Cancer-Associated Thrombosis: Risk Factors, Molecular Mechanisms, Future Management

Abstract

Venous thromboembolism (VTE) is a major health problem in patients with cancer. Cancer augments thrombosis and causes cancer-associated thrombosis (CAT) and vice versa thrombosis amplifies cancer progression, termed thrombosis-associated cancer (TAC). Risk factors that lead to CAT and TAC include cancer type, chemotherapy, radiotherapy, hormonal therapy, anti-angiogenesis therapy, surgery, or supportive therapy with hematopoietic growth factors. There are some other factors that have an effect on CAT and TAC such as tissue factor, neutrophil extracellular traps (NETs) released in response to cancer, cancer procoagulant, and cytokines. Oncogenes, estrogen hormone, and thyroid hormone with its integrin αvβ3 receptor promote angiogenesis. Lastly, patient-related factors can play a role in development of thrombosis in cancer. Low-molecular-weight heparin and direct oral anticoagulants (DOACs) are used in VTE prophylaxis and treatment rather than vitamin K antagonist. Now, there are new directions for potential management of VTE in patients with cancer such as euthyroid, blockade of thyroid hormone receptor on integrin αvβ3, sulfated non-anticoagulant heparin, inhibition of NETs and stratifying low and high-risk patients with significant bleeding problems with DOACs.

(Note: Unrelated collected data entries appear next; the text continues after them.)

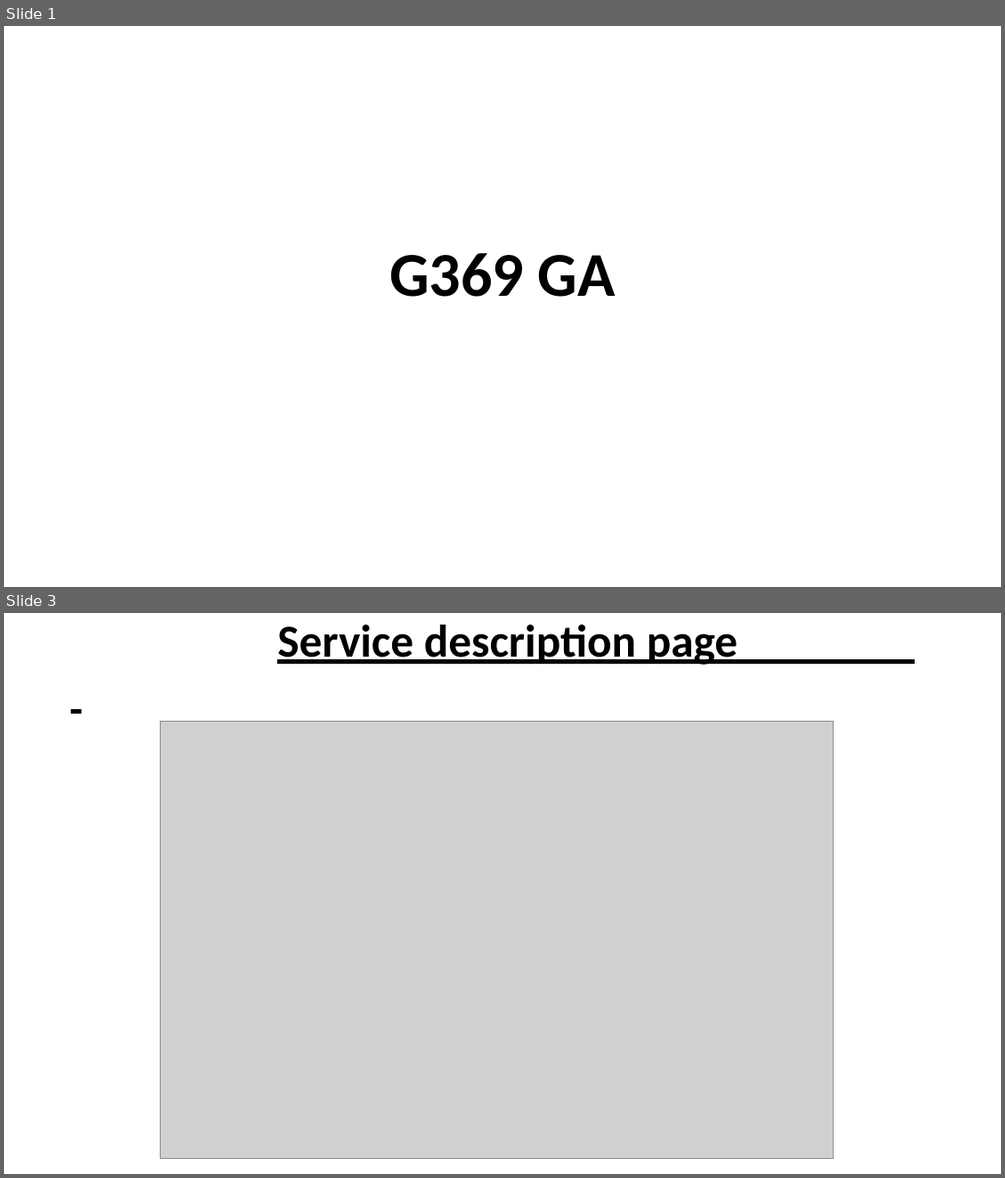
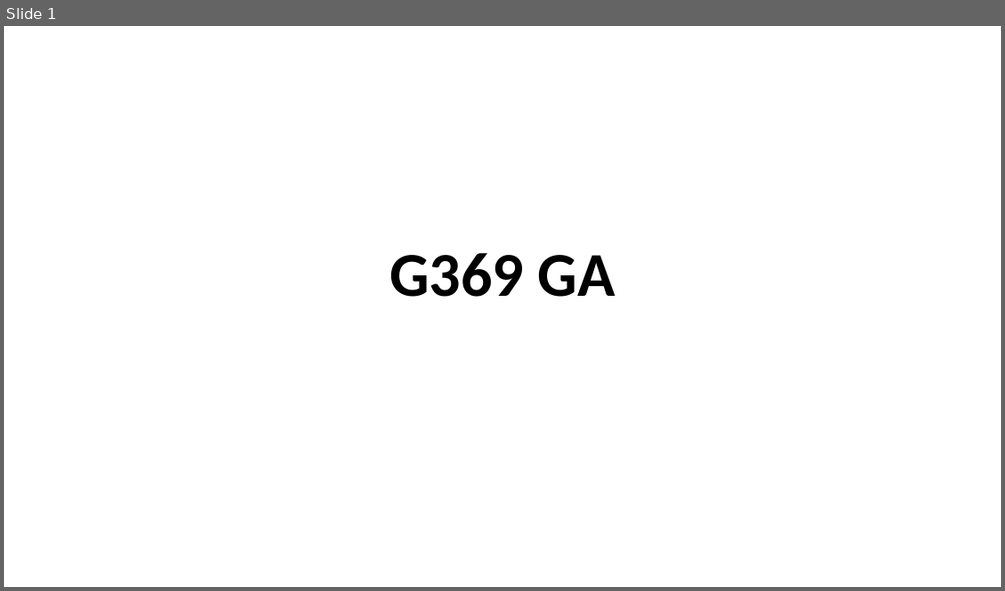
Before and after one commit to 22020771-Teo-KaiXin/22020771-TeoKaixin-C369-3D-E63C-A-GA, a slide deck: G369 GA.pptx. Shown one above the other, each under a label of ours: slides 1 and 3 before the commit, slide 1 after it; the slides between them are not shown. The pictures are 1005x1178 and 1005x591 pixels, drawn with LibreOffice and Linux fonts; fonts in the diff are those of the drawing; grey boxes stand for pictures. Boxes give left, top, right and bottom in pixels: in the first picture for what was removed or moved away, otherwise in the second. Text is boxed around its words. In the diff, an @@ line names an element or a change of style, - is before the commit and + after.

```diff
--- a/G369 GA.pptx
+++ b/G369 GA.pptx
@@ slide 3 removed at [4,613,1001,1174], background #FFFFFF @@
@@ title removed at [277,625,737,665] @@
-Service description page
@@ picture removed at [161,722,833,1159] @@
```
Also in this commit, not shown: 8 slides changed, 7 slides added, 5 other slides removed.

Keywords: angiogenesis; anticoagulants; cancer; coagulation; heparins; inflammation; integrin αvβ3; non-anticoagulant heparin; oral anticoagulant; thrombosis; thyroid hormone.

Figure 1.

Representation of the reciprocal links between cancer and thrombosis. Tumor cells can express procoagulant factors, such as tissue factor (TF), that trigger the cascade of coagulation, which would be suppressed by mechanisms that induce endothelial tissue factor pathway inhibitors (TFPI). Tumor cells interact with endothelial cells, platelets, and leukocytes and these interactions induce inflammatory cytokines and pro-angiogenic factors such as vascular endothelial growth factor (VEGF). Neutrophil attraction contributes to the accumulation of neutrophil extracellular traps (NETs) and triggers adhesion, activation, and generation of thrombin. In general, the adherence of cancer to the endothelium causes the release of procoagulants and formation of thrombus, leading to CAT occurrence. TF also triggers the generation of factor VIIa, factor Xa, and thrombin (IIa), which activate platelets and induce protease-activated receptor-mediated signaling. The plasminogen activator (PA) system is expressed on platelets and it consists of plasminogen activators: urokinase plasminogen activator (uPA), tissue plasminogen activator (tPA), cell membrane receptor for uPA (uPAR), and the plasminogen activator inhibitors plasminogen activator inhibitor 1 (PAI-1) and plasmin. The PA system has an effect on cell adhesion and migration, which is particularly important in cancer progression. Also, TF suppress vasculoprotective molecules, such as thrombomodulin (TM). Release of von willebrand factor (VWF) promotes recruitment, adhesion, and activation of platelets and leukocytes with formation of NETs. abbreviations: APC, activated protein C; GAGS, glycosaminoglycans heparin sulfate; PC, protein C; PCI, protein C inhibitor; TNF, tumor necrosis factor-alpha.

Figure 2.

Relationship between integrin αvβ3, thyroid hormones, TF/FVIIa, angiogenesis, inflammation, and thrombus formation. When TF is released, it activates factor VII (VIIa) forming a complex that activates thrombus formation. TF is expressed on vascular endothelial cells, circulating monocyte and platelet where its activation upregulates VEGF that promotes angiogenesis. Non-genomic actions of thyroid hormones are initiated on integrin αvβ3. Thyroid hormones activate the NF-kB pathway, thus promoting the production of VEGF, cell proliferation and angiogenesis. Thrombus formation and angiogenesis stimulation affect inflammation pathway and vice versa. Either sulfated non-anticoagulant LMWH (SNACH) or integrin αvβ3 receptor blockade suppresses inflammation, angiogenesis, and indirectly the thrombosis processes. abbreviations: ABP-280, actin-binding protein 280; NF-KB, nuclear factor kappa B; TF, tissue factor; TFPI, tissue factor pathway inhibitor; TREs, thyroid hormone response elements; TRs, thyroid hormone receptors. (Modified with permission from Mousa SA. Heparin and low-molecular weight heparins in thrombosis and beyond. Methods Mol Biol 2010;663:109-132.).